By Kevin Marder

Getty Images
Any doubts about the linkage between cheap money and richer share prices were put to rest Friday, June 3, as the shabbiest employment report in 56 months did little to dent a market bent on setting record bests. In its wake, calming words by the central bank chief appeared to reinforce the message that the futures markets have been telegraphing for some time: A rate increase isn't in the cards anytime soon.
In fact, the futures market has been, and continues to discount, no hikes in the overnight federal-funds rate until the Dec. 14 confab of the central bank's policy-setting committee.
As for the Nasdaq Composite, the chart below shows an index comfortable in its own skin. The growth-stock barometer has pulled back all of a minuscule 1.3% during the current 12-day rally on an intraday basis. Volume improves on this run, with three up days showing above-average turnover.

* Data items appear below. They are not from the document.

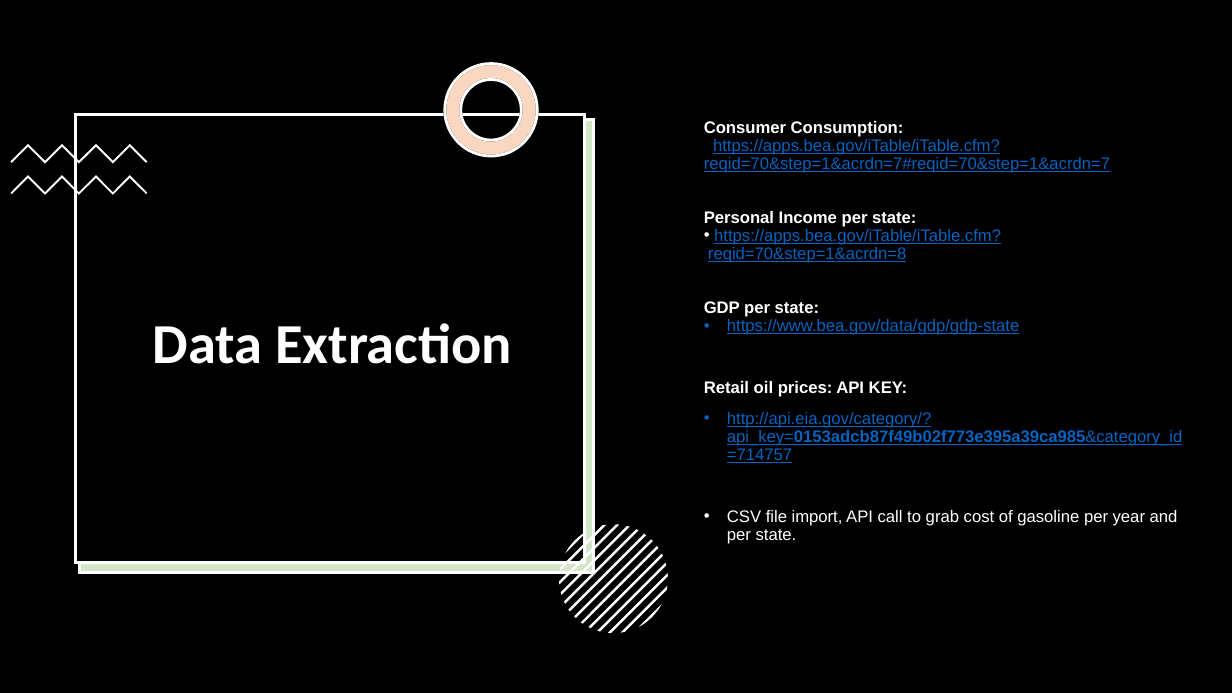
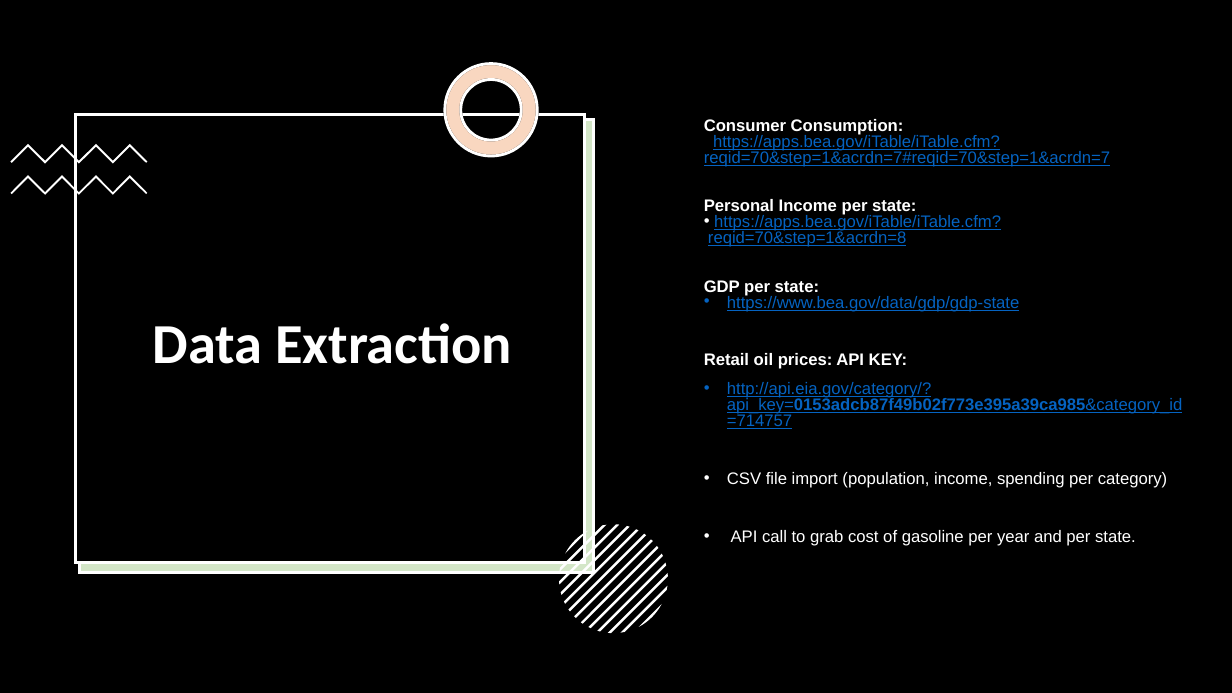
Before and after one commit to jrulloa/project-one, a slide deck: slide 6 of Is gasoline price a good indicator of Consumer Spending.pptx. Drawn at 1232x693 pixels with LibreOffice and Linux fonts; fonts in the diff are those of the drawing. Boxes give left, top, right and bottom in pixels: in the first picture for what was removed or moved away, otherwise in the second. Text is boxed around its words. In the diff, an @@ line names an element or a change of style, - is before the commit and + after.

```diff
--- a/Is gasoline price a good indicator of Consumer Spending.pptx
+++ b/Is gasoline price a good indicator of Consumer Spending.pptx
@@ text at box(704, 119, 1183, 429): line spacing 0.9 to 0.8 @@
@@ text at box(727, 472, 1167, 546): text changed @@
-• CSV file import, API call to grab cost of gasoline per year and per state.
+• CSV file import (population, income, spending per category)
+• API call to grab cost of gasoline per year and per state.
```
Also in this commit, not shown: 5 other slides changed.

For a larger chart, please click here .
Chart created using TradeStation . ©TradeStation Technologies, 2001-2016. All rights reserved.
Critically, the speculative sentiment improves on this move vs. the first-quarter advance. To wit, in addition to the volume, there is better price action in the growth sector. The small-stock Russell 2000 index outperforms the other major averages, while some recent new issues begin to feel their oats.
Breadth, as measured by the cumulative daily New York Stock Exchange advance/decline line, the number of NYSE 52-week highs, and the percent of NYSE issues above their 200-day moving average, is stronger than at any time since the spring of 2015.

For a larger chart, please click here .
Chart created using TradeStation . ©TradeStation Technologies, 2001-2016. All rights reserved.
Among the names, Zendesk is a developer of customer-relationship-management software. The San Francisco-based company has yet to turn an annual profit, and most analysts following it on Wall Street expect more of the same for this year and next.
Despite the red ink, ZEN is growing rapidly. Revenue growth has been a dizzying 76%, 71%, 68%, 63%, 64%, 63% and 62% over the past seven quarters, respectively.
Technically, the shares are under extreme accumulation (strong buying) as they form the right side of a six-month cup pattern. Of particular note is the relentless climb of the relative-strength line since the stock's Feb. 9 bottom (see chart below). This is where the rubber meets the road.
For aggressive speculators, the Dec. 4 high of the base can be used as an entrance pivot for a breakout play. As always, a protective stop should be used to mitigate risk, along with a starter position that is half normal size, or less. This initial position could be added to if the stock proves itself.